> _About this task_
Would you please copy each line below that includes the string "width"?

────────────────────

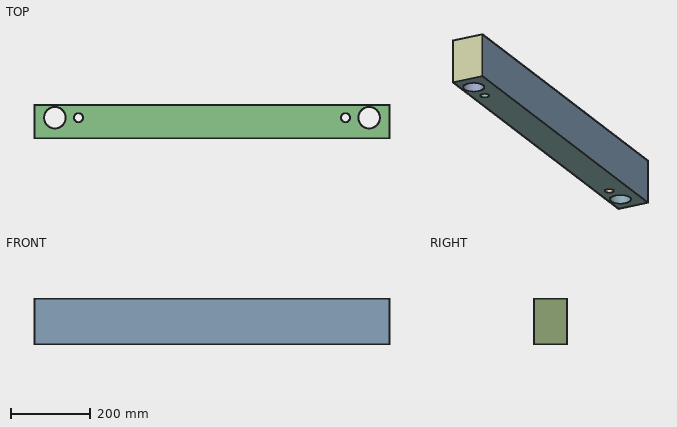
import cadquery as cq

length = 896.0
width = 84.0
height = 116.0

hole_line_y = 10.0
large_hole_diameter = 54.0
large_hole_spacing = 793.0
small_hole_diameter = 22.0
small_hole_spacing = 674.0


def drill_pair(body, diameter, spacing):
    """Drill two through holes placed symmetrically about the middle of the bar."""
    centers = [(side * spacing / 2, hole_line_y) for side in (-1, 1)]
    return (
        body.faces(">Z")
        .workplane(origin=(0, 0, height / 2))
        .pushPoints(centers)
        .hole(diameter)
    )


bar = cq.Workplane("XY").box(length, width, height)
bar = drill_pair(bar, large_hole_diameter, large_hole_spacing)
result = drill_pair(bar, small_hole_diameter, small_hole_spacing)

────────────────────

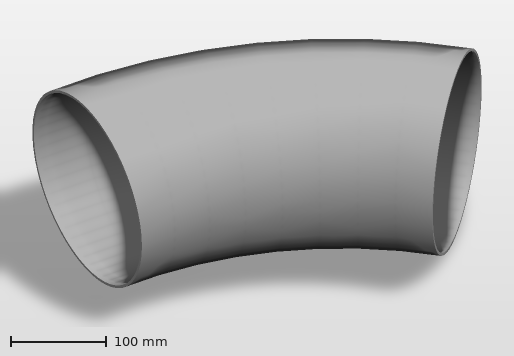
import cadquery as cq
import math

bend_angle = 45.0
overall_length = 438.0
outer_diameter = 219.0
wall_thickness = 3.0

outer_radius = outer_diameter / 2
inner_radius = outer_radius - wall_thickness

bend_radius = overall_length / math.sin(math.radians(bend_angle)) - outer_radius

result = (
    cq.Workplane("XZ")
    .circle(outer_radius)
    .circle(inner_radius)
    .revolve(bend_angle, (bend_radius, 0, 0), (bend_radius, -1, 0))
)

────────────────────

> _Written response_
width = 84.0
bar = cq.Workplane("XY").box(length, width, height)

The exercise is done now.